Numerous studies indicated that patient response to treatment options can be predicted by different tumour subtypes (33). We therefore sought to understand whether ccRCC-related phenotypes could explain why IRFs influence treatment outcome and analysed the extent to which IRFscore-related subgroups matched these tumour phenotypes. First, combining immune infiltration characteristics ( Figures 6A-C ), we hypothesized that high IRFscore group matched immune-inflamed phenotype, whereas low IRFscore group matched immune-desert phenotype. Generally, immune-inflamed phenotype was more responsive to anti-PD-L1/PD-1 therapies. In contrast, immune-desert phenotypes had no or the weakest response (34). This was consistent with our previous prediction that high IRFscore group was more sensitive to ICI therapies ( Figures 7F-I ).
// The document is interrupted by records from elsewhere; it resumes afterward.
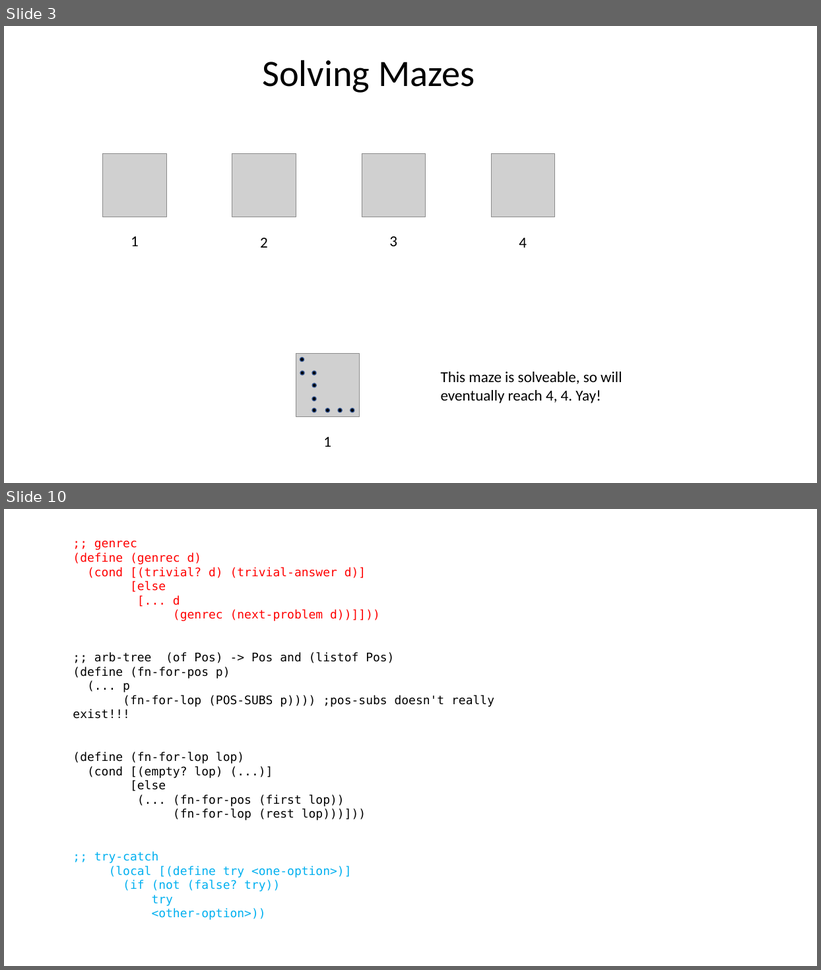
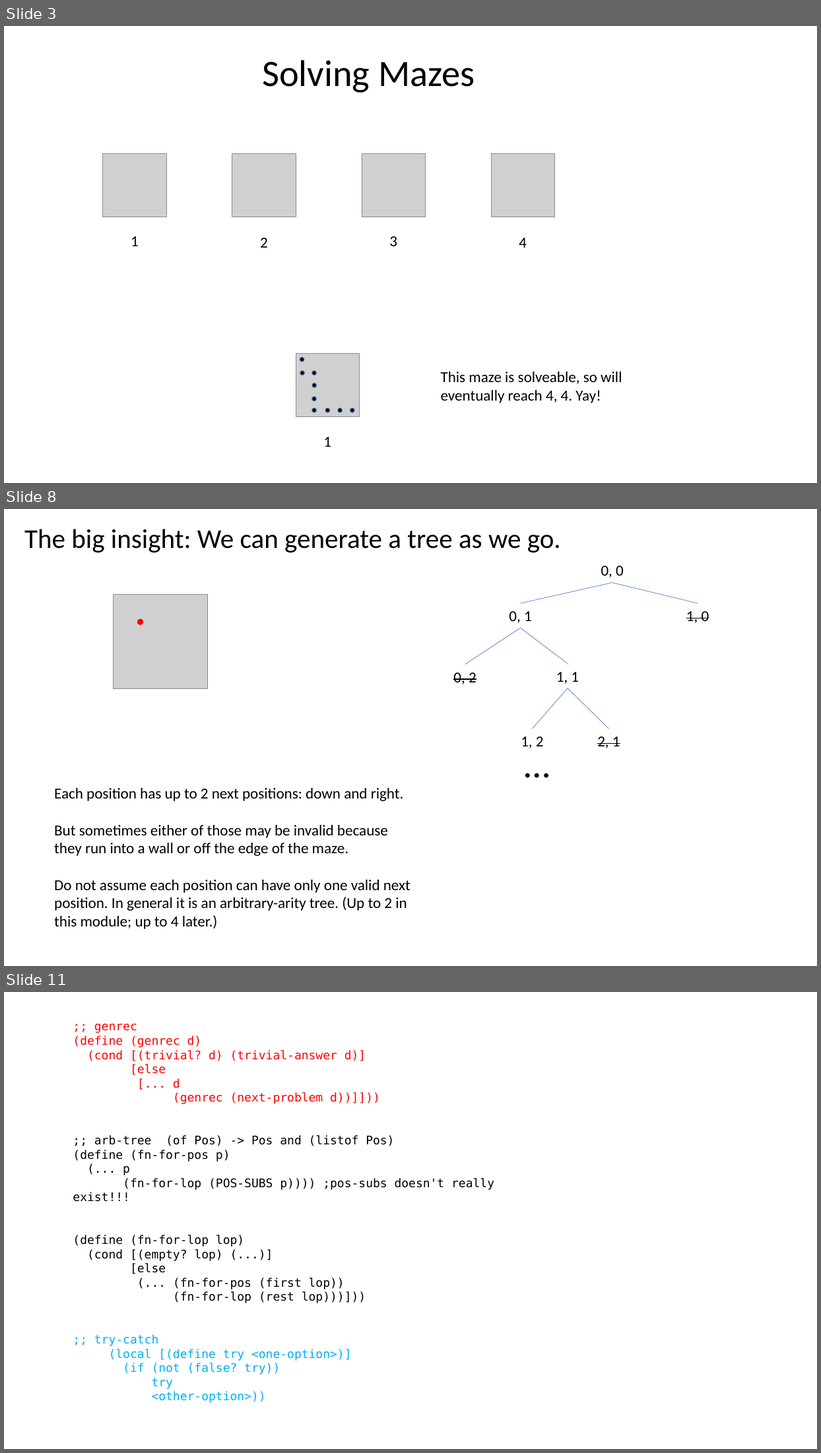
Before and after one commit to GregorKiczales/spd-materials, a slide deck: instructor/l16/l16-pad.pptx. Shown one above the other, each under a label of ours: slides 3 and 10 before the commit, slides 3, 8 and 11 after it; the slides between them are not shown. The pictures are 821x970 and 821x1453 pixels, drawn with LibreOffice and Linux fonts; fonts in the diff are those of the drawing; grey boxes stand for pictures. Boxes give left, top, right and bottom in pixels: in the first picture for what was removed or moved away, otherwise in the second. Text is boxed around its words. In the diff, an @@ line names an element or a change of style, - is before the commit and + after.

```diff
--- a/instructor/l16/l16-pad.pptx
+++ b/instructor/l16/l16-pad.pptx
@@ slide 8 added at (x1=4, y1=509, x2=817, y2=966), background #FFFFFF @@
@@ text added at (x1=24, y1=529, x2=561, y2=553), 32 pt, text #000000 @@
+The big insight: We can generate a tree as we go.
@@ text added at (x1=601, y1=566, x2=624, y2=578), 18 pt, text #000000 @@
+0, 0
@@ line added from (613, 583) to (521, 603), #4472C4 0.5 pt @@
@@ line added from (613, 583) to (698, 603), #4472C4 0.5 pt @@
@@ picture added at (x1=113, y1=594, x2=208, y2=689) @@
@@ ellipse added at (x1=137, y1=619, x2=143, y2=625), fill #FF0000, outline #FF0000 1 pt @@
@@ text added at (x1=509, y1=611, x2=532, y2=623), 18 pt, text #000000 @@
+0, 1
@@ text added at (x1=686, y1=611, x2=710, y2=623), 18 pt, text #000000, strikethrough @@
+1, 0
@@ line added from (521, 628) to (465, 665), #4472C4 0.5 pt @@
@@ line added from (521, 628) to (568, 664), #4472C4 0.5 pt @@
@@ text added at (x1=453, y1=673, x2=477, y2=685), 18 pt, text #000000, strikethrough @@
+0, 2
@@ text added at (x1=556, y1=672, x2=579, y2=684), 18 pt, text #000000 @@
+1, 1
@@ line added from (568, 689) to (532, 729), #4472C4 0.5 pt @@
@@ line added from (568, 689) to (609, 729), #4472C4 0.5 pt @@
@@ text added at (x1=518, y1=738, x2=605, y2=789), 44 pt, text #000000 @@
+…
@@ text added at (x1=521, y1=737, x2=544, y2=749), 18 pt, text #000000 @@
+1, 2
@@ text added at (x1=597, y1=737, x2=620, y2=749), 18 pt, text #000000, strikethrough @@
+2, 1
@@ text added at (x1=54, y1=788, x2=411, y2=929), 18 pt, text #000000 @@
+Each position has up to 2 next positions: down and right.
+But sometimes either of those may be invalid because they run into a wall or off the edge of the maze.
+Do not assume each position can have only one valid next position. In general it is an arbitrary-arity tree. (Up to 2 in this module; up to 4 later.)
@@ what was slide 10 is now slide 11 @@
```
Also in this commit, not shown: 7 slides changed, 1 other slide added, 1 slide removed, 15 other files.

Generally, targeted therapies are more effective in metastatic ccRCC (mccRCC) than other treatments (2, 3). To accurately predict the effectiveness of tyrosine kinase inhibitor (TKI) therapy in mccRCC, Benoit et al. identified four mccRCC molecular subtypes with different therapeutic effects on sunitinib based on tumour gene mutations, copy number variants (CNV) and methylation status (35). To determine whether this typing was applicable to our work, we collated the distribution of these features across two groups and summarised in Table S6 and Figures S6D-L . We considered that high IRFscore group may correspond to mccRCC 1/4 group, characterised by poor prognosis, low sunitinib sensitivity, increased methylation levels, slightly higher VHL and PBRM1 mutations, higher CNV, highly inflammatory immunosuppressive environment and low stem cell differentiation ( Figures S6D-L ). In contrast, low IRFscore group corresponded to mccRCC 2/3 group, which has the opposite characteristics. Although not all features match exactly, in general we assume that mccRCC subtypes can be applied to describe IRFscore grouping. These results pointed that IRFscore groupings can be well matched to ccRCC immunological and molecular typing, indicating that optimal treatment can be selected according to each patient’s tumour subtype.